◆ INSTRUCTIONS FOR THE TASK:
Give back every line of the data, transcribed exactly.

[Data extracted from a collection]
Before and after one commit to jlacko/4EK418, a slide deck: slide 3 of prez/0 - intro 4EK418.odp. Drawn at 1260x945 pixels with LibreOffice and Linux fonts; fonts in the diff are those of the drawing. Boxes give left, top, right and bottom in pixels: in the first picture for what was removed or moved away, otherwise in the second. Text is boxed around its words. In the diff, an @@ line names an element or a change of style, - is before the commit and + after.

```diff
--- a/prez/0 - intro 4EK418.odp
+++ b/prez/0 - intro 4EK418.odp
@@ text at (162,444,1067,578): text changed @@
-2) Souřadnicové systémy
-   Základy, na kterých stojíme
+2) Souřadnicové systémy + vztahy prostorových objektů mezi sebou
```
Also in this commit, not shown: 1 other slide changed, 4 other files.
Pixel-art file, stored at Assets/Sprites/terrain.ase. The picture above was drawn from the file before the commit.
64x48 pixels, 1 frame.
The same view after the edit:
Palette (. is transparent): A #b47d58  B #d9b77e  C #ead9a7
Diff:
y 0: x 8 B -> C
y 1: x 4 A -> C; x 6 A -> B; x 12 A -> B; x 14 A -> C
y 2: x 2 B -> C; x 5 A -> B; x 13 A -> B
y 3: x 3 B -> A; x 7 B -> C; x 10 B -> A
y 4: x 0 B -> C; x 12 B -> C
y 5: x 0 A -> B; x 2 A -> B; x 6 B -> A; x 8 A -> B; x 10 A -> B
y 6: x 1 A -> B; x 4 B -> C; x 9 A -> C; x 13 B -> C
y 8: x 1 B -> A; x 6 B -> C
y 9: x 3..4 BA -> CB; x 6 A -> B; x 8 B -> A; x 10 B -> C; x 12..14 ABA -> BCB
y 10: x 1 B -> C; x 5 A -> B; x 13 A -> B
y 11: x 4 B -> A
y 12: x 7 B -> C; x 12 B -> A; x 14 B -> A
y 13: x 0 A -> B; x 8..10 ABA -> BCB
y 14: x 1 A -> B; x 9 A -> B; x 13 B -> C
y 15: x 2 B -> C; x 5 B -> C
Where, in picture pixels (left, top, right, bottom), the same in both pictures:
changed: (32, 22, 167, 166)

◆ SOLUTION:
Before and after one commit to jlacko/4EK418, a slide deck: slide 3 of prez/0 - intro 4EK418.odp. Drawn at 1260x945 pixels with LibreOffice and Linux fonts; fonts in the diff are those of the drawing. Boxes give left, top, right and bottom in pixels: in the first picture for what was removed or moved away, otherwise in the second. Text is boxed around its words. In the diff, an @@ line names an element or a change of style, - is before the commit and + after.

```diff
--- a/prez/0 - intro 4EK418.odp
+++ b/prez/0 - intro 4EK418.odp
@@ text at (162,444,1067,578): text changed @@
-2) Souřadnicové systémy
-   Základy, na kterých stojíme
+2) Souřadnicové systémy + vztahy prostorových objektů mezi sebou
```
Also in this commit, not shown: 1 other slide changed, 4 other files.
Pixel-art file, stored at Assets/Sprites/terrain.ase. The picture above was drawn from the file before the commit.
64x48 pixels, 1 frame.
The same view after the edit:
Palette (. is transparent): A #b47d58  B #d9b77e  C #ead9a7
Diff:
y 0: x 8 B -> C
y 1: x 4 A -> C; x 6 A -> B; x 12 A -> B; x 14 A -> C
y 2: x 2 B -> C; x 5 A -> B; x 13 A -> B
y 3: x 3 B -> A; x 7 B -> C; x 10 B -> A
y 4: x 0 B -> C; x 12 B -> C
y 5: x 0 A -> B; x 2 A -> B; x 6 B -> A; x 8 A -> B; x 10 A -> B
y 6: x 1 A -> B; x 4 B -> C; x 9 A -> C; x 13 B -> C
y 8: x 1 B -> A; x 6 B -> C
y 9: x 3..4 BA -> CB; x 6 A -> B; x 8 B -> A; x 10 B -> C; x 12..14 ABA -> BCB
y 10: x 1 B -> C; x 5 A -> B; x 13 A -> B
y 11: x 4 B -> A
y 12: x 7 B -> C; x 12 B -> A; x 14 B -> A
y 13: x 0 A -> B; x 8..10 ABA -> BCB
y 14: x 1 A -> B; x 9 A -> B; x 13 B -> C
y 15: x 2 B -> C; x 5 B -> C
Where, in picture pixels (left, top, right, bottom), the same in both pictures:
changed: (32, 22, 167, 166)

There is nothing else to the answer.